Please note that while attendance is not compulsory in all courses, it is the student’s own responsibility to obtain any information provided in class.

This is a course with continuous assessment (several exam components) and one final exam code. Each exam component is graded by using points on a scale from 0-100. The components will be weighted together according to the information in the course description in order to calculate the final letter grade for the examination code (course). Students who fail to participate in one/some/all exam elements will get a lower grade or may fail the course. You will find detailed information about the point system and the cut off points with reference to the letter grades when the course starts.

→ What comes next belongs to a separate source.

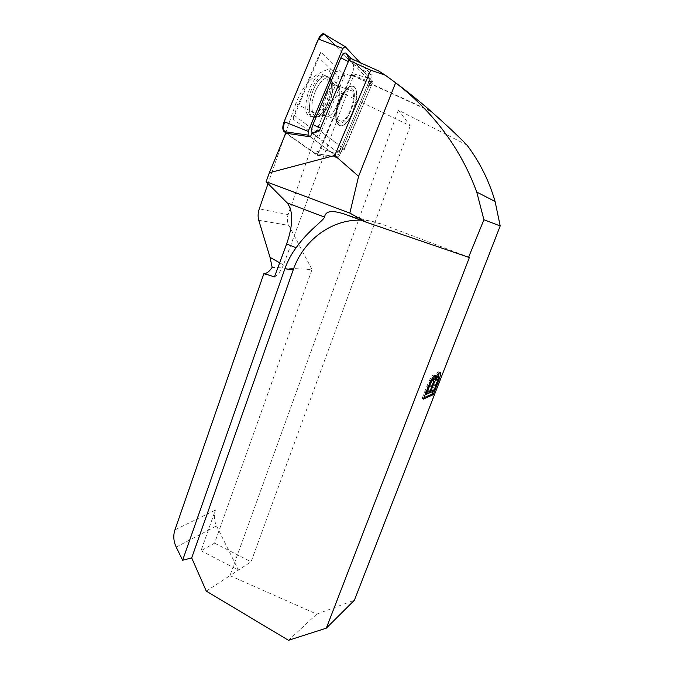 <?xml version="1.0" encoding="UTF-8"?>
<svg xmlns="http://www.w3.org/2000/svg" width="674" height="674" viewBox="0 0 674 674"><rect width="100%" height="100%" fill="white"/><g stroke="black" fill="none" stroke-linecap="round" stroke-linejoin="round"><path stroke-width="0.51" stroke-dasharray="3.37 2.53" d="M311.986 133.048L338.828 153.225L369.318 80.931L370.473 82.144L351.28 74.25L317.26 155.306L285.801 133.191M351.28 74.25L353.269 76.331L328.87 69.228C313.924 73.525 302.904 84.983 295.819 103.611L285.709 132.719M279.668 262.801L283.425 264.924L353.269 76.331M283.425 264.924C281.159 270.678 278.168 274.68 274.453 276.93M369.318 80.931L372.966 81.714L351.011 58.52M395.276 82.489L378.636 70.964M466.939 145.028L398.342 110.148L410.255 125.819L342.333 93.004C335.079 82.624 330.589 74.704 328.87 69.228M176.209 547.094L216.548 525.889C214.054 520.598 213.666 515.332 215.402 510.075L201.004 550.759L214.568 543.143L312.011 269.566L272.161 267.367M312.011 269.566L288.843 225.394C287.124 221.948 286.88 218.351 288.101 214.602L322.121 116.77C325.972 106.18 332.712 98.261 342.333 93.004M410.255 125.819L251.082 561.787L229.944 575.647L316.729 614.115L354.381 600.231M214.568 543.143L251.082 561.787M360.725 220.145C368.114 220.297 375.325 221.695 382.343 224.341L346.706 214.871M284.26 136.889L268.041 183.614M206.303 591.14L229.944 575.647L398.342 110.148M201.004 550.759L238.444 570.069L216.548 525.889M316.729 614.115L288.506 640.3M469.433 257.401L382.343 224.341M429.262 393.035L427.965 392.479L425.429 393.978M429.591 392.184L429.111 391.982L433.786 380.254M433.685 391.097L432.405 390.558L429.111 391.982M437.721 380.642L436.432 380.102L432.405 390.558M437.14 376.303L436.432 380.102M433.003 391.4L438.462 376.918M423.449 399.075L422.135 398.511L423.997 397.677M434.149 375.89L433.475 374.955C431.259 374.921 426.591 386.488 422.135 398.511M434.444 378.931L436.533 376.202M439.212 372.621L438.403 371.837C437.241 372.216 435.682 374.483 433.727 378.628M424.957 393.776C428.437 384.256 430.686 379.395 431.697 379.192M432.413 379.192C432.935 379.437 431.453 383.868 427.965 392.479M319.552 130.309L344.347 149.518L372.966 81.714M338.719 125.044L338.862 125.153C343.336 128.683 352.005 118.287 355.383 105.599C358.947 92.902 355.712 82.843 349.014 87.224C339.637 92.405 332.038 120.848 338.719 125.044C332.038 120.848 339.637 92.405 349.014 87.224C355.712 82.843 358.947 92.902 355.383 105.599C352.005 118.287 343.336 128.683 338.862 125.153L338.719 125.044M317.26 155.306L338.618 157.674L310.402 136.83L337.649 156.958L339.747 155.003L371.753 79.102L372.023 75.454L360.034 62.581M310.562 91.875C314.682 81.529 319.308 76.019 324.438 75.345L327.269 76.507C335.433 83.028 323.983 116.922 313.789 116.863C307.588 117.857 305.71 104.782 310.562 91.875M370.473 82.144L338.618 157.674M338.828 153.225L344.347 149.518M339.047 120.545C332.905 116.56 341.929 89.659 349.385 89.954L351.567 90.754C357.431 95.489 348.323 121.573 341.01 121.202L339.047 120.545L341.01 121.202C348.323 121.573 357.431 95.489 351.567 90.754L349.385 89.954C341.929 89.659 332.905 116.56 339.047 120.545M345.113 46.573L324.556 34.256L352.822 63.836C354.12 65.816 353.934 69.026 352.275 73.466L320.824 148.406C319.442 151.507 317.943 153.284 316.308 153.723L315.221 153.495L286.534 133.3L314.118 152.72L319.535 150.883L352.275 73.466L371.753 79.102M305.28 123.696L315.996 131.877L338.938 77.072L318.103 56.911L293.94 115.043L305.28 123.696M325.331 75.648L322.458 74.477C309.804 73.39 298.481 118.801 311.767 116.299C322.071 116.366 333.588 82.245 325.331 75.648M348.719 60.668L349.907 60.155L371.543 82.843L371.349 85.547L344.17 148.946L320.276 130.874L320.057 129.105M312.197 132.972L336.503 151.482L338.23 151.38L341.541 146.806L345.189 147.53M351.23 58.621L368.114 76.465C369.242 78.235 369.04 81.158 367.498 85.236L341.541 146.806M318.423 138.069L293.097 119.045L321.035 51.864L344.726 75.294L318.423 138.069L315.996 131.877M293.94 115.043L293.097 119.045M321.035 51.864L318.103 56.911M344.726 75.294L338.938 77.072M335.349 45.554L346.31 57.029C348.837 61.612 356.217 61.208 352.275 73.466M430.576 110.949L352.081 75.058M352.704 75.715L431.512 111.758M215.402 510.075L174.937 529.874M295.819 103.611L322.121 116.77M288.101 214.602L259.254 208.923M258.765 220.322L288.843 225.394M438.386 378.384L437.097 377.844M436.979 382.63L436.491 382.428M328.659 77.114C336.747 83.593 325.34 117.318 315.221 117.268C302.171 119.753 313.418 74.924 325.845 75.96L328.659 77.114L325.845 75.96C313.418 74.924 302.171 119.753 315.221 117.268C325.34 117.318 336.747 83.593 328.659 77.114M337.8 85.935C343.85 90.72 334.877 116.686 327.404 116.24C318.111 117.579 326.519 84.924 335.559 85.118L337.8 85.935L335.559 85.118C326.519 84.924 318.111 117.579 327.404 116.24C334.877 116.686 343.85 90.72 337.8 85.935M330.294 78.799L330.521 79.026C336.537 84.587 329.94 109.55 321.077 115.448C314.21 120.764 309.678 111.69 313.048 98.261C316.258 84.831 325.812 74.207 330.294 78.799C325.812 74.207 316.258 84.831 313.048 98.261C309.678 111.69 314.21 120.764 321.077 115.448C329.94 109.55 336.537 84.587 330.521 79.026L330.294 78.799M338.264 122.398C330.42 116.214 345.004 81.419 352.35 88.884C359.613 95.86 345.728 128.801 338.264 122.398C345.728 128.801 359.613 95.86 352.35 88.884C345.004 81.419 330.42 116.214 338.264 122.398M338.567 124.816C331.541 120.427 340.345 90.148 349.798 86.727C364.937 79.97 351.053 130.714 339.452 125.364L338.567 124.816L339.452 125.364C351.053 130.714 364.937 79.97 349.798 86.727C340.345 90.148 331.541 120.427 338.567 124.816M352.822 63.836L372.023 75.454M320.824 148.406L339.747 155.003M315.221 153.495L337.649 156.958M336.503 151.482L343.647 148.971M312.728 133.604L320.276 130.874M367.498 85.236L371.349 85.547M368.114 76.465L371.543 82.843M349.646 59.666L349.907 60.155M434.797 375.502L433.475 374.955M439.701 372.377L438.403 371.837M322.458 74.477L325.845 75.96L330.546 79.364C329.982 80.273 331.659 82.186 335.559 85.118L349.385 89.954L335.559 85.118C331.659 82.186 329.982 80.273 330.546 79.364L324.438 75.345M311.767 116.299L315.221 117.268C318.743 116.804 320.698 116.198 321.077 115.448C320.79 114.942 322.897 115.212 327.404 116.24L341.01 121.202L327.404 116.24C322.897 115.212 320.79 114.942 321.077 115.448C320.698 116.198 318.743 116.804 315.221 117.268L313.789 116.863M338.297 124.42C335.719 121.514 335.079 116.391 336.393 109.045L338.019 103.012L342.662 93.374C347.337 87.502 347.936 87.662 349.798 86.727L349.014 87.224L349.798 86.727C347.936 87.662 347.337 87.502 342.662 93.374L338.019 103.012L336.393 109.045C335.079 116.391 335.719 121.514 338.297 124.42L339.452 125.364L338.297 124.42M338.862 125.153L339.452 125.364L338.862 125.153M344.17 148.946L338.23 151.38M338.045 157.042L316.308 153.723"/><path stroke-width="1.01" d="M370.7 70.18L385.301 75.193L378.636 70.964L351.011 58.52L348.862 60.323L370.7 70.18L334.759 155.483L269.347 172.771L285.801 133.191L310.402 136.83L311.986 133.048L319.552 130.309L348.862 60.323M269.347 172.771L266.129 181.685L287.191 202.925C293.401 211.139 293.207 224.83 286.618 244.005L274.453 276.93L264.343 273.593C266.828 273.467 269.44 271.395 272.161 267.367L270.03 257.35L279.668 262.801M476.745 192.073L495.078 201.459C489.172 180.935 479.787 162.131 466.939 145.028C457.469 135.407 445.666 124.311 431.512 111.758L430.576 110.949C421.14 102.633 409.379 93.147 395.276 82.489M495.087 201.459L500.201 225.942L354.381 600.231L326.317 628.16L288.506 640.3L206.303 591.14L191.686 557.904L182.637 560.246L176.209 547.094C173.513 541.315 173.083 535.577 174.937 529.874L263.879 273.577L265.261 274.175M182.637 560.246L284.891 268.766C287.571 261.158 291.32 254.157 296.13 247.754C307.63 231.157 322.871 221.055 324.615 217.138C325.323 210.591 332.686 209.841 346.706 214.871L366.37 222.268L349.848 213.094L266.129 181.685M423.449 399.075C427.923 387.044 432.59 375.477 434.797 375.502C435.589 375.292 435.665 376.513 435.033 379.176C436.988 375.03 438.547 372.764 439.701 372.377C441.276 372.233 440.636 375.755 437.771 382.967L433.214 394.669L423.449 399.075M500.201 225.942L483.907 219.741L468.59 257.266L366.37 222.268M326.317 628.16L469.433 257.401L468.59 257.266M483.907 219.741L476.737 192.048C460.814 148.71 433.77 112.28 395.613 82.759L358.602 176.31L349.848 213.094M385.301 75.193L395.613 82.759M358.602 176.31L334.759 155.483M191.686 557.904L293.249 269.794C303.19 240.618 331.111 219.311 360.725 220.145M285.709 132.719L284.26 136.889M268.041 183.614L259.254 208.923C257.915 212.95 257.754 216.75 258.765 220.322L270.03 257.35M426.271 394.341L429.262 393.035C433.365 382.975 434.722 378.493 433.34 379.58C432.379 379.167 430.02 384.079 426.271 394.341L425.429 393.978M430.408 392.529L433.685 391.097L437.721 380.642L438.386 378.384L438.016 376.665C436.567 377.179 434.031 382.47 430.408 392.529L429.591 392.184M433.214 394.669L431.941 394.13L433.003 391.4M423.997 397.677L431.941 394.13M435.033 379.176L433.727 378.628L434.149 375.89M433.786 380.254L434.444 378.931M436.533 376.202L437.14 376.303M438.462 376.918L439.212 372.621M431.697 379.192L432.413 379.192M360.034 62.581L345.113 46.573L342.839 48.427L308.187 131.371L308.102 135.129L310.402 136.83M335.349 45.554L324.337 34.054C320.554 35.393 317.344 40.036 314.707 47.989L285.051 119.416L282.945 129.391L286.534 133.3L284.116 131.599C282.381 129.787 282.381 126.476 284.125 121.674L318.423 39.041C319.99 35.511 321.675 33.734 323.478 33.7L324.556 34.256M351.23 58.621L346.091 53.212C344.422 52.404 342.678 53.945 340.867 57.846L312.955 124.614C311.582 128.195 311.329 130.983 312.197 132.972M320.057 129.105L348.719 60.668M286.618 244.005L296.13 247.754M287.191 202.925L324.615 217.138M284.891 268.766L293.249 269.794M437.771 382.967L436.979 382.63M284.125 121.674L308.187 131.371M318.423 39.041L342.839 48.427M284.116 131.599L308.102 135.129M346.284 53.389L349.646 59.666M340.867 57.846L348.247 61.536M312.955 124.614L320.369 128.111M265.463 274.259L264.343 273.593M438.016 376.665L436.727 376.126M433.34 379.58L432.026 379.032M349.621 59.691L346.091 53.212M344.717 46.371L323.478 33.7"/></g></svg>

At resit, all exam components must, as a main rule, be retaken during next scheduled course.

Qualifications

All courses in the Masters programme will assume that students have fulfilled the admission requirements for the programme. In addition, courses in second, third and/or fourth semester can have spesific prerequisites and will assume that students have followed normal study progression. For double degree and exchange students, please note that equivalent courses are accepted.

Covid-19 

Due to the Covid-19 pandemic, there may be deviations in teaching and learning activities as well as exams, compared with what is described in this course description.

Teaching 

Information about what is taught on campus and other digital forms will be presented with the lecture plan before the start of the course each semester.

Assessments
Assessments
Exam category: 
Submission
Form of assessment: 
Written submission
Weight: 
40
Grouping: 
Group/Individual (1 - 2)
Duration: 
24 Hour(s)
Comment: 
Take-home examination
Exam code: 
GRA65391
Grading scale: 
Point scale leading to ECTS letter grade
Resit: 
All components must, as a main rule, be retaken during next scheduled course
Exam category: 
Submission
Form of assessment: 
Written submission
Invigilation
Weight: 
60
Grouping: 
Individual
Support materials: 
  • All printed and handwritten support materials
  • BI-approved exam calculator
  • Simple calculator
  • Bilingual dictionary
Duration: 
3 Hour(s)
Comment: 
Written examination under supervision.
Exam code: 
GRA65391
Grading scale: 
Point scale leading to ECTS letter grade
Resit: 
All components must, as a main rule, be retaken during next scheduled course
Type of Assessment: 
Continuous assessment
Grading scale: 
ECTS
Total weight: 
100
Student workload
ActivityDurationComment
Teaching
24 Hour(s)
Examination
27 Hour(s)
Digital resources
12 Hour(s)
Group work / Assignments
25 Hour(s)
Student's own work with learning resources
72 Hour(s)
Sum workload: 
160

A course of 1 ECTS credit corresponds to a workload of 26-30 hours. Therefore a course of 6 ECTS credits corresponds to a workload of at least 160 hours.